→ Task: Wherever the string "applied" shows up in the records below, return that line.

→ Source material:

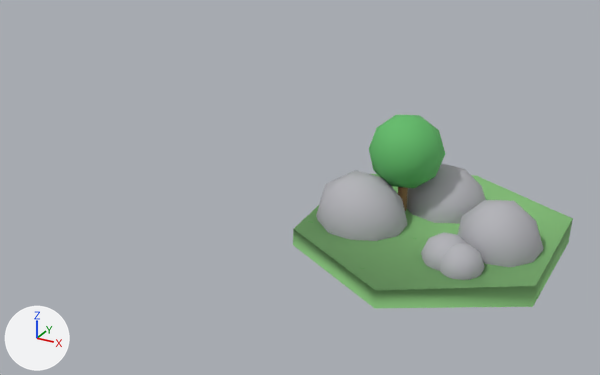
Renders of the glTF model src/scene/assets/grass_v1.glb from each side of a commit.
The view is the same before and after, from a 50 mm camera at (2.22, -2.63, 1.38) aimed at (0.77, 0.01, 0.06). Every picture has the same lights, and +X, +Y and +Z are marked at lower left. Where no turn or scale is listed for an object, it has been applied to the vertices.

Script lines for the objects in view, before the commit:
```python
ob_grassland_tile_1_001 = bpy.data.objects.new('grassland_tile_1.001', me_grassland_tile_1_mesh_001)
ob_grassland_tile_1_001.location = (1.326, 0.0, 0.0)
ob_rock_icosphere_012 = bpy.data.objects.new('rock_Icosphere.012', me_icosphere_014)
ob_rock_icosphere_012.location = (1.517, -0.258, 0.05)
ob_rock_icosphere_013 = bpy.data.objects.new('rock_Icosphere.013', me_icosphere_015)
ob_rock_icosphere_013.location = (1.332, 0.16, 0.05)
ob_rock_icosphere_014 = bpy.data.objects.new('rock_Icosphere.014', me_icosphere_016)
ob_rock_icosphere_014.location = (1.113, -0.104, 0.05)
ob_rock_icosphere_015 = bpy.data.objects.new('rock_Icosphere.015', me_icosphere_017)
ob_rock_icosphere_015.location = (1.466, -0.217, 0.05)
ob_rock_icosphere_016 = bpy.data.objects.new('rock_Icosphere.016', me_icosphere_018)
ob_rock_icosphere_016.location = (1.58, -0.067, 0.05)
ob_tree_crown_icosphere_002 = bpy.data.objects.new('tree_crown_Icosphere.002', me_icosphere_019)
ob_tree_crown_icosphere_002.location = (1.185, 0.045, 0.284)
ob_tree_trunk_cylinder_002 = bpy.data.objects.new('tree_trunk_Cylinder.002', me_cylinder_002)
ob_tree_trunk_cylinder_002.location = (1.185, 0.045, 0.12)
```
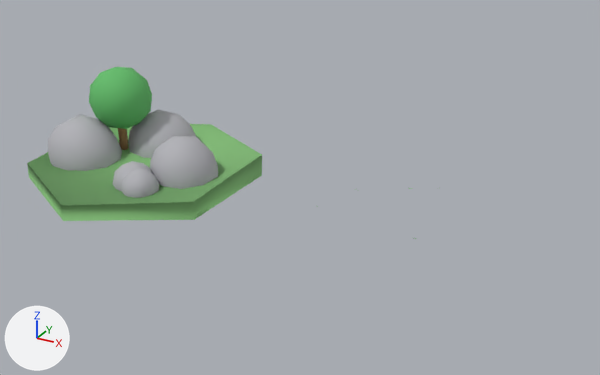
Where the newer file only moved an object's origin or applied its transform, the numbers keep the older frame.

What differs and where, as boxes [x1, y1, x2, y2] in the pictures (600 x 375 px):
'grassland_tile_1.001', moved: before [293, 174, 573, 308]; after [27, 124, 262, 221]
'rock_Icosphere.014', deleted: before [316, 170, 408, 241]
'tree_crown_Icosphere.002', deleted (green): before [369, 115, 445, 189]
'rock_Icosphere.016', deleted: before [458, 200, 544, 267]
'rock_Icosphere.042', added: after [48, 114, 122, 171]
'rock_Icosphere.013', deleted: before [407, 163, 486, 224]
'tree_crown_Icosphere.008', added (green): after [89, 67, 152, 129]
'rock_Icosphere.044', added: after [150, 136, 218, 189]
'rock_Icosphere.041', added: after [128, 109, 196, 158]
'rock_Icosphere.012', deleted: before [440, 243, 485, 280]
'rock_Icosphere.015', deleted: before [421, 232, 468, 271]
'rock_Icosphere.040', added: after [121, 169, 159, 198]
'rock_Icosphere.043', added: after [113, 161, 153, 191]
'tree_trunk_Cylinder.008', added: after [118, 128, 129, 150]
'tree_trunk_Cylinder.002', deleted: before [398, 187, 408, 211]

The change, as a diff of the scene's bpy script:
```diff
--- a/src/scene/assets/grass_v1.glb.py
+++ b/src/scene/assets/grass_v1.glb.py
@@ ob_grassland_tile_1_001 @@
 ob_grassland_tile_1_001 = bpy.data.objects.new('grassland_tile_1.001', me_grassland_tile_1_mesh_001)
-ob_grassland_tile_1_001.location = (1.326, 0.0, 0.0)
+ob_grassland_tile_1_001.location = (0.0, 0.0, 0.0)
@@ ob_rock_icosphere_012 @@
-ob_rock_icosphere_012 = bpy.data.objects.new('rock_Icosphere.012', me_icosphere_014)
@@ ob_rock_icosphere_013 @@
-ob_rock_icosphere_013 = bpy.data.objects.new('rock_Icosphere.013', me_icosphere_015)
@@ ob_rock_icosphere_014 @@
-ob_rock_icosphere_014 = bpy.data.objects.new('rock_Icosphere.014', me_icosphere_016)
@@ ob_rock_icosphere_015 @@
-ob_rock_icosphere_015 = bpy.data.objects.new('rock_Icosphere.015', me_icosphere_017)
@@ ob_rock_icosphere_016 @@
-ob_rock_icosphere_016 = bpy.data.objects.new('rock_Icosphere.016', me_icosphere_018)
@@ ob_tree_trunk_cylinder_002 @@
-ob_tree_trunk_cylinder_002 = bpy.data.objects.new('tree_trunk_Cylinder.002', me_cylinder_002)
@@ ob_tree_crown_icosphere_002 @@
-ob_tree_crown_icosphere_002 = bpy.data.objects.new('tree_crown_Icosphere.002', me_icosphere_019)
@@ ob_tree_crown_icosphere_008 @@
+ob_tree_crown_icosphere_008 = bpy.data.objects.new('tree_crown_Icosphere.008', me_icosphere_084)  # an icosphere of 80 faces spanning x -0.276..-0.009, y -0.092..0.185, z 0.145..0.424; in mat_leaf_mat (green #61bc69)
+ob_tree_crown_icosphere_008.location = (0.0, 0.0, 0.0)
@@ ob_tree_trunk_cylinder_008 @@
+ob_tree_trunk_cylinder_008 = bpy.data.objects.new('tree_trunk_Cylinder.008', me_cylinder_014)  # 16 vertices, 28 faces; spans x -0.167..-0.129, y 0.026..0.064, z 0.04..0.2; in mat_trunk_mat (brown #a07c50)
+ob_tree_trunk_cylinder_008.location = (0.0, 0.0, 0.0)
@@ ob_rock_icosphere_044 @@
+ob_rock_icosphere_044 = bpy.data.objects.new('rock_Icosphere.044', me_icosphere_083)  # 42 vertices, 80 faces; spans x 0.105..0.399, y -0.196..0.085, z -0.105..0.21; in mat_rock_mat (grey #b3b3b8)
+ob_rock_icosphere_044.location = (0.0, 0.0, 0.0)
@@ ob_rock_icosphere_043 @@
+ob_rock_icosphere_043 = bpy.data.objects.new('rock_Icosphere.043', me_icosphere_082)  # 42 vertices, 80 faces; spans x 0.042..0.207, y -0.311..-0.136, z -0.035..0.127; in mat_rock_mat (grey #b3b3b8)
+ob_rock_icosphere_043.location = (0.0, 0.0, 0.0)
@@ ob_rock_icosphere_042 @@
+ob_rock_icosphere_042 = bpy.data.objects.new('rock_Icosphere.042', me_icosphere_081)  # 42 vertices, 80 faces; spans x -0.403..-0.08, y -0.249..0.042, z -0.107..0.224; in mat_rock_mat (grey #b3b3b8)
+ob_rock_icosphere_042.location = (0.0, 0.0, 0.0)
@@ ob_rock_icosphere_041 @@
+ob_rock_icosphere_041 = bpy.data.objects.new('rock_Icosphere.041', me_icosphere_080)  # 42 vertices, 80 faces; spans x -0.174..0.14, y 0.001..0.319, z -0.094..0.211; in mat_rock_mat (grey #b3b3b8)
+ob_rock_icosphere_041.location = (0.0, 0.0, 0.0)
@@ ob_rock_icosphere_040 @@
+ob_rock_icosphere_040 = bpy.data.objects.new('rock_Icosphere.040', me_icosphere_079)  # 42 vertices, 80 faces; spans x 0.114..0.259, y -0.337..-0.182, z -0.037..0.122; in mat_rock_mat (grey #b3b3b8)
+ob_rock_icosphere_040.location = (0.0, 0.0, 0.0)
```

→ Answer section:
The view is the same before and after, from a 50 mm camera at (2.22, -2.63, 1.38) aimed at (0.77, 0.01, 0.06). Every picture has the same lights, and +X, +Y and +Z are marked at lower left. Where no turn or scale is listed for an object, it has been applied to the vertices.
Where the newer file only moved an object's origin or applied its transform, the numbers keep the older frame.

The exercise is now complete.